# Drove like a slot car



## Slott V (Feb 3, 2005)

I always like that comparison in 1:1 performance cars. Caught this on the Roadster Shop's Facebook feed this morning...


----------



## Ralphthe3rd (Feb 24, 2011)

Awesome 'Vette and awesome statement :thumbsup:


----------



## clydeomite (May 5, 2004)

I think it is Fantastic that the Hobby we all love is the benchmark for other forms of Motorsports. And they say they are " toy cars" Silly girls...:tongue:
Clyde-0-Mite


----------



## Bill Hall (Jan 6, 2007)

clydeomite said:


> I think it is Fantastic that the Hobby we all love is the benchmark for other forms of Motorsports. And they say they are " toy cars" Silly girls...:tongue:
> Clyde-0-Mite


hahahahaha!

Tru dat Clyde.


----------



## philo426 (Mar 4, 2009)

Looks like a '61 or '62 Vette!(Note the duck tail)


----------



## ParkRNDL (Mar 20, 2002)

Wow. I was never a big fan of that generation of Corvette, but this particular one is SHARP.
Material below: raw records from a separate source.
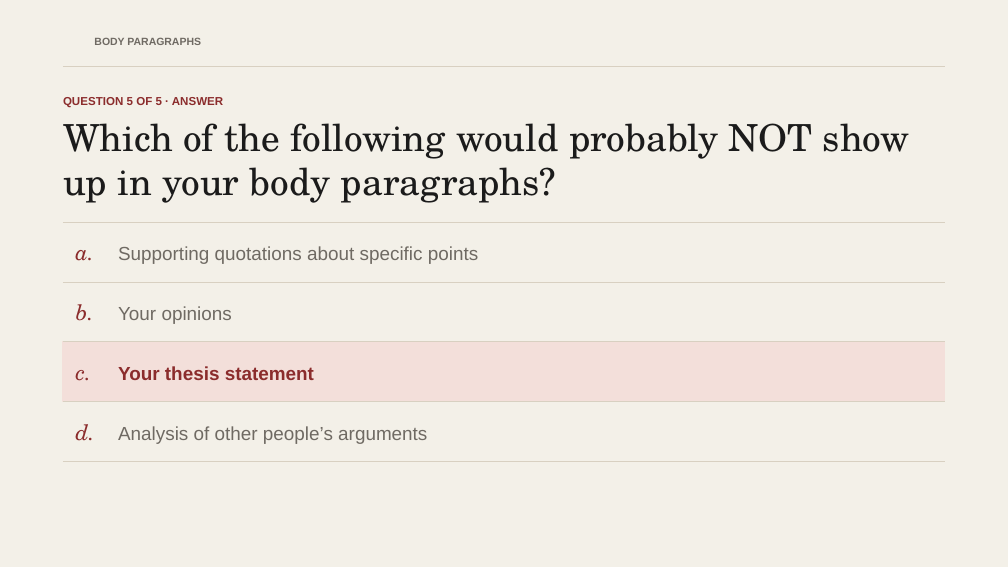
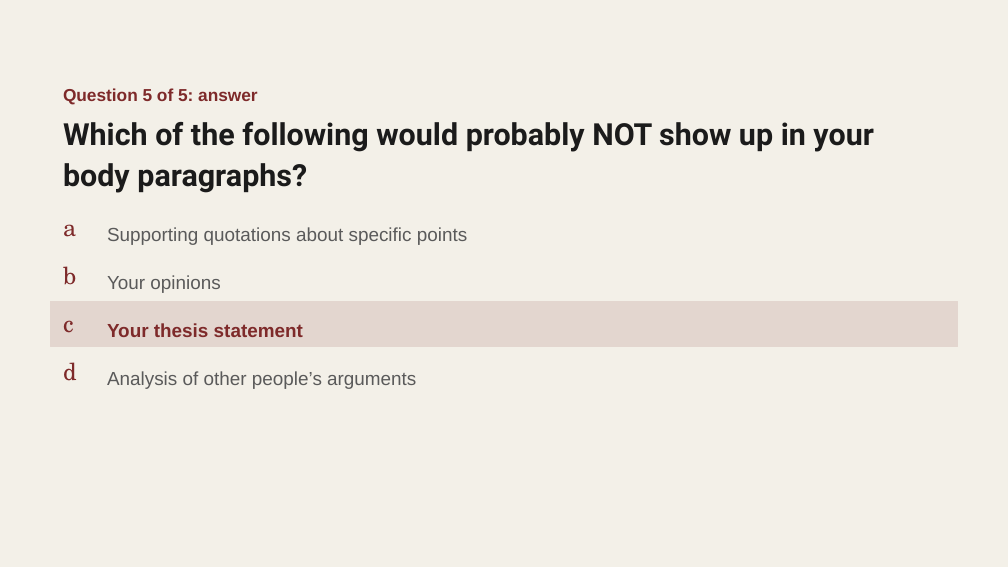
Before and after one commit to The-Connell-School/yawp, a slide deck: slide 13 of services/web-app/public/courses/thesis-driven-essay/05-body-paragraphs.pptx. Drawn at 1008x567 pixels with LibreOffice and Linux fonts; fonts in the diff are those of the drawing; background and template pictures are left out. Boxes give left, top, right and bottom in pixels: in the first picture for what was removed or moved away, otherwise in the second. Text is boxed around its words. In the diff, an @@ line names an element or a change of style, - is before the commit and + after.

```diff
--- a/services/web-app/public/courses/thesis-driven-essay/05-body-paragraphs.pptx
+++ b/services/web-app/public/courses/thesis-driven-essay/05-body-paragraphs.pptx
@@ text removed at (94,38,201,45) @@
-BODY PARAGRAPHS
@@ line removed from (63, 67) to (945, 67) @@
@@ text added at (63,88,258,105), 16.5 pt, text #7E2A2A, bold @@
+Question 5 of 5: answer
@@ text at (63,97,223,107): paragraph removed @@
-QUESTION 5 OF 5 · ANSWER
@@ text "Which of the following would ...": place and size @@
-text "Which of the following would ..." at (63,97,910,203)
+text "Which of the following would ..." at (63,122,873,193)
@@ text "Which of the following would ..." at (63,122,873,193): size 35.5 to 29 pt, font TeX Gyre Schola to Roboto, bold on; line spacing 1 to 1.1; less space between paragraphs; vertical alignment bottom to top @@
@@ text at (63,224,76,237): text changed; size 20.5 to 22.5 pt; text colour #8B2C2C to #7E2A2A; italic off @@
-a.
+a
@@ line removed from (63, 222) to (945, 222) @@
@@ text "Supporting quotations about specific points": place and size @@
-text "Supporting quotations about specific points" at (118,246,478,264)
+text "Supporting quotations about specific points" at (107,227,467,245)
@@ text at (63,266,76,285): text changed; size 20.5 to 22.5 pt; text colour #8B2C2C to #7E2A2A; italic off @@
-b.
+b
@@ text "Your opinions": place and size @@
-text "Your opinions" at (118,306,232,324)
+text "Your opinions" at (107,275,220,293)
@@ line removed from (63, 282) to (945, 282) @@
@@ rectangle: place and size @@
-rectangle at (63,342,945,402)
+rectangle at (51,302,958,346)
@@ rectangle at (51,302,958,346): fill #F3DFDA to #E3D6CF; outline #F3DFDA 1 pt to #E3D6CF 1 pt @@
@@ text at (63,320,73,333): text changed; size 20.5 to 22.5 pt; text colour #8B2C2C to #7E2A2A; italic off @@
-c.
+c
@@ text "Your thesis statement": place and size @@
-text "Your thesis statement" at (118,366,314,380)
+text "Your thesis statement" at (107,323,303,337)
@@ text "Your thesis statement" at (107,323,303,337): text colour #8B2C2C to #7E2A2A; line spacing 1.1 to 1.3; vertical alignment middle to top @@
@@ vertical alignment middle to top in 4 elements at (63,224,76,237), (63,266,76,285), (63,320,73,333), (63,362,77,381) @@
@@ line removed from (63, 342) to (945, 342) @@
@@ text at (63,362,77,381): text changed; size 20.5 to 22.5 pt; text colour #8B2C2C to #7E2A2A; italic off @@
-d.
+d
@@ text colour #6F6A63 to #5A5A5A; line spacing 1.1 to 1.3; vertical alignment middle to top in 3 elements at (107,227,467,245), (107,275,220,293), (107,371,416,389) @@
@@ text "Analysis of other people’s arguments": place and size @@
-text "Analysis of other people’s arguments" at (118,426,427,444)
+text "Analysis of other people’s arguments" at (107,371,416,389)
@@ line removed from (63, 402) to (945, 402) @@
@@ line removed from (63, 461) to (945, 461) @@
```
Also in this commit, not shown: 28 other slides changed, 10 other files.

Also, "handles like a slot car" reference FTW.

--rick


----------



## Ralphthe3rd (Feb 24, 2011)

*Pre '63 Vette's*

Rick, funny you should mention not liking those vintage 'Vettes, as I ONLY like Pre '63 Vettes, with the solid rear axles ! I love their styling the best, and 'Vettes with Pop-Up/Concealed Headlights- kinda make me GAG  YMMV 
PS- my GF likes the modern 'Vettes tho 


ParkRNDL said:


> Wow. I was never a big fan of that generation of Corvette, but this particular one is SHARP.
> 
> Also, "handles like a slot car" reference FTW.
> 
> --rick


----------



## 440s-4ever (Feb 23, 2010)

See, there's really an interpretation here. Because I have a car that to me, handles like a slot car. It's an elcamino with a detroit locker, moroso drag springs, 90/10 shocks, DOT slicks, and usually an unhooked front sway bar. 

So in the sense that you have to whoa it down, settle into the turn, and exit under carefully monitored throttle- it handles exactly like a non magnet slot car. 

I'd imagine that awesome vette is quite different but I love my fullsize Tjet with a hot arm. Ironic given my username, huh?


----------



## alpink (Aug 22, 2010)

what year?


----------



## Hornet (Dec 1, 2005)

More importantly what's under the hood,and what's it run 440:thumbsup:

LOL,i could think of alot of other things that i'd rather spend a 1/4 million dollars on then an early Vette

That things butt ugly if you ask me:wave:
I can admire the workmanship,but that's where i draw the line
Rick


----------



## 440s-4ever (Feb 23, 2010)

It runs the greatest engine ever built, a 400 chivvy small block! 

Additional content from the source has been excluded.